Exercise = The answer must consist of every line in the records below that contains the string "sollte".

Extracted information =
= = =
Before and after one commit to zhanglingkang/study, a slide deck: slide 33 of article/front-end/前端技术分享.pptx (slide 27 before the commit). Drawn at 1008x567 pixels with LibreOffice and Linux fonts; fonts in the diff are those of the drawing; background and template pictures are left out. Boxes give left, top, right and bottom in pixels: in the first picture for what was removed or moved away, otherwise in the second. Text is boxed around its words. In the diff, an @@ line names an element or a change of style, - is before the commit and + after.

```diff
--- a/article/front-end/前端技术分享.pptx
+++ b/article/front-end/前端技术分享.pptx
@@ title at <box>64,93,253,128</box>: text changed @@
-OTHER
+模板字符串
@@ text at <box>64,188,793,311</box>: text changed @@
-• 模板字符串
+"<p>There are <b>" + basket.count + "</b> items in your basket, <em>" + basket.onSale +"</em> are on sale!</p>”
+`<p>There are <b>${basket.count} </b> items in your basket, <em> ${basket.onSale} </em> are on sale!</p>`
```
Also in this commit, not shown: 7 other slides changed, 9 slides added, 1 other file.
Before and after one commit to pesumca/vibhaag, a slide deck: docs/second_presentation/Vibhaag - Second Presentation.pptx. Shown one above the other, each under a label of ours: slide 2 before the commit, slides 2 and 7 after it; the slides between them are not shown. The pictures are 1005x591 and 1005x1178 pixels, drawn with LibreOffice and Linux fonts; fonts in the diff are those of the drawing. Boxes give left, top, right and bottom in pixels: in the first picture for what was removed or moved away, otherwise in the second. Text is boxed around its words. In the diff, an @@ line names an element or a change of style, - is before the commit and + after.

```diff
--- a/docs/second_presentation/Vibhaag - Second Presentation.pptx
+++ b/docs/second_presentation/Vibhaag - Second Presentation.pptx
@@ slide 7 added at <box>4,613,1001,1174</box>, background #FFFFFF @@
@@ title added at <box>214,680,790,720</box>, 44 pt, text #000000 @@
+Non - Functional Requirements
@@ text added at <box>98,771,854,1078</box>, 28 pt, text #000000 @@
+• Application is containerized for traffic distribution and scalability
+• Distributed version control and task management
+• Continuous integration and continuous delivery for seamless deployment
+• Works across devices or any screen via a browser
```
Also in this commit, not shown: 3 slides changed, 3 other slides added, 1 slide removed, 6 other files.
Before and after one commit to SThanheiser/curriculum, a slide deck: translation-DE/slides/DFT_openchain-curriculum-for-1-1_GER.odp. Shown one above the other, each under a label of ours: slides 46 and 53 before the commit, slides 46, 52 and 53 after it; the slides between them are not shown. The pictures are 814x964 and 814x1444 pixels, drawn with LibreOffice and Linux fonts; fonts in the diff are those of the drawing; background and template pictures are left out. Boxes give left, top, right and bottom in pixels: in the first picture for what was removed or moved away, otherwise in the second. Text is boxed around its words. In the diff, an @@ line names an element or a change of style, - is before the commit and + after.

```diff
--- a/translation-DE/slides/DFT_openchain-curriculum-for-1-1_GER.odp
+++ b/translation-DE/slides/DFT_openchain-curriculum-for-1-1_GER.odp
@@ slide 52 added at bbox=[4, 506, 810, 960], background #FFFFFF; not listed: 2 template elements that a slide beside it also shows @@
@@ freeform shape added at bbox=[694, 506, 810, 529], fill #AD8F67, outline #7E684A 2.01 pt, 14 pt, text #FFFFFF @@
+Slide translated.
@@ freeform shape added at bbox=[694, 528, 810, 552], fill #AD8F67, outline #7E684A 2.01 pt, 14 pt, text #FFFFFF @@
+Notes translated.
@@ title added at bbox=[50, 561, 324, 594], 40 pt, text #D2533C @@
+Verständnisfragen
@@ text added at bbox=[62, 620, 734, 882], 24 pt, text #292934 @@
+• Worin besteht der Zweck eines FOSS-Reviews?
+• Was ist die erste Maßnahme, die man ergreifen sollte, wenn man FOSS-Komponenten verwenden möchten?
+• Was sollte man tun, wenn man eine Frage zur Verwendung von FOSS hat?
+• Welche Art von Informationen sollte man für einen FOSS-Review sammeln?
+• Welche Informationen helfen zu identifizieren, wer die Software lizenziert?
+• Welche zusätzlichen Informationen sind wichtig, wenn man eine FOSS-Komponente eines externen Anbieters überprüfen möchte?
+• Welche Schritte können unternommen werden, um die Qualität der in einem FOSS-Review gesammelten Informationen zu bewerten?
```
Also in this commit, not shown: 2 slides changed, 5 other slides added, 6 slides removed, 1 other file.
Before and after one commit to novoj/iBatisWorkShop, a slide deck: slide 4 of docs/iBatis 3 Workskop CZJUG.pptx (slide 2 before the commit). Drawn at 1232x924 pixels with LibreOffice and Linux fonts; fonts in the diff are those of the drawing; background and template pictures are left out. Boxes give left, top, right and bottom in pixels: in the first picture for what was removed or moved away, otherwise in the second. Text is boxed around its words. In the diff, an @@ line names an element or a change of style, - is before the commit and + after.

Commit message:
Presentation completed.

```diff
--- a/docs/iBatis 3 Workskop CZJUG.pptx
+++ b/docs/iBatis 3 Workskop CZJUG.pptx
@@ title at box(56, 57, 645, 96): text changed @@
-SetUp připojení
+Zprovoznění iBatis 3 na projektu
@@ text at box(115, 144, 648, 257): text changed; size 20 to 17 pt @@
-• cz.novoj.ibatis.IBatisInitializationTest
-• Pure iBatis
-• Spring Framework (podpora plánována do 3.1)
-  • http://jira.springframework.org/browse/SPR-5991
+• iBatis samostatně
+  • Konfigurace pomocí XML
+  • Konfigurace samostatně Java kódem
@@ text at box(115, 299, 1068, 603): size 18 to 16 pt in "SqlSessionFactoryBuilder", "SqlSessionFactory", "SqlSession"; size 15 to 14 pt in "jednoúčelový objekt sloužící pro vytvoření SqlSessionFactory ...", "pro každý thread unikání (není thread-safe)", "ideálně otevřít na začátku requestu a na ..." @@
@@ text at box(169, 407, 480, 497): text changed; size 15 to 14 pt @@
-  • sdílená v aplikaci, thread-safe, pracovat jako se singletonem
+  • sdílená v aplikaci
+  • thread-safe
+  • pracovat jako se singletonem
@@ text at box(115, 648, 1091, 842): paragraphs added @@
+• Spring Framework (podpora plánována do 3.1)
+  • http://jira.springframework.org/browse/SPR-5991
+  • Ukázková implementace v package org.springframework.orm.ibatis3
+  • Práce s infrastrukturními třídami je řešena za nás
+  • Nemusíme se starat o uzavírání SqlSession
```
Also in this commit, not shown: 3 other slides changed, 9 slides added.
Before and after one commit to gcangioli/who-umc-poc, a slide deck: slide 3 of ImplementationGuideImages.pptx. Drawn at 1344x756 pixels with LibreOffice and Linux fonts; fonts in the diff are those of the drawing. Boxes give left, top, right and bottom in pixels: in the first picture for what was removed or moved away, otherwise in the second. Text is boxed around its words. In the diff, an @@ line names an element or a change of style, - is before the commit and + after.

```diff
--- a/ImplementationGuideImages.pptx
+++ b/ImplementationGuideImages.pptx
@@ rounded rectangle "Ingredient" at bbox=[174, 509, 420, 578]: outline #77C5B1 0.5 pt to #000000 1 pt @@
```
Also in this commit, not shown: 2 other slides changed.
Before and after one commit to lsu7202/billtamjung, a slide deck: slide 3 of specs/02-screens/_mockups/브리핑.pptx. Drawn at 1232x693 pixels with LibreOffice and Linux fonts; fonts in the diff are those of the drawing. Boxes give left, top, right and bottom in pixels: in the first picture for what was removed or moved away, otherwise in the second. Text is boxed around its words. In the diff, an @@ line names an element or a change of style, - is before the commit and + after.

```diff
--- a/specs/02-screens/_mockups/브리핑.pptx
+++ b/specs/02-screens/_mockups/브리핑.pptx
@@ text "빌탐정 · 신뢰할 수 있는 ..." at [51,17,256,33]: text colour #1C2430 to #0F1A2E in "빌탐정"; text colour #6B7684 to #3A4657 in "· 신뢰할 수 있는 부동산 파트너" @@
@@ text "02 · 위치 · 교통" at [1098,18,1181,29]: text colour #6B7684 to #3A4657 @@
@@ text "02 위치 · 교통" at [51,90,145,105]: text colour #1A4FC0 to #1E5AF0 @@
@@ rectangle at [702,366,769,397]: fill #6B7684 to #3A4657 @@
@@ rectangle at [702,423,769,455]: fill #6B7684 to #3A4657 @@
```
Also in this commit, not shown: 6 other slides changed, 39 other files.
= = =
Exercise answer =
+• Was ist die erste Maßnahme, die man ergreifen sollte, wenn man FOSS-Komponenten verwenden möchten?
+• Was sollte man tun, wenn man eine Frage zur Verwendung von FOSS hat?
+• Welche Art von Informationen sollte man für einen FOSS-Review sammeln?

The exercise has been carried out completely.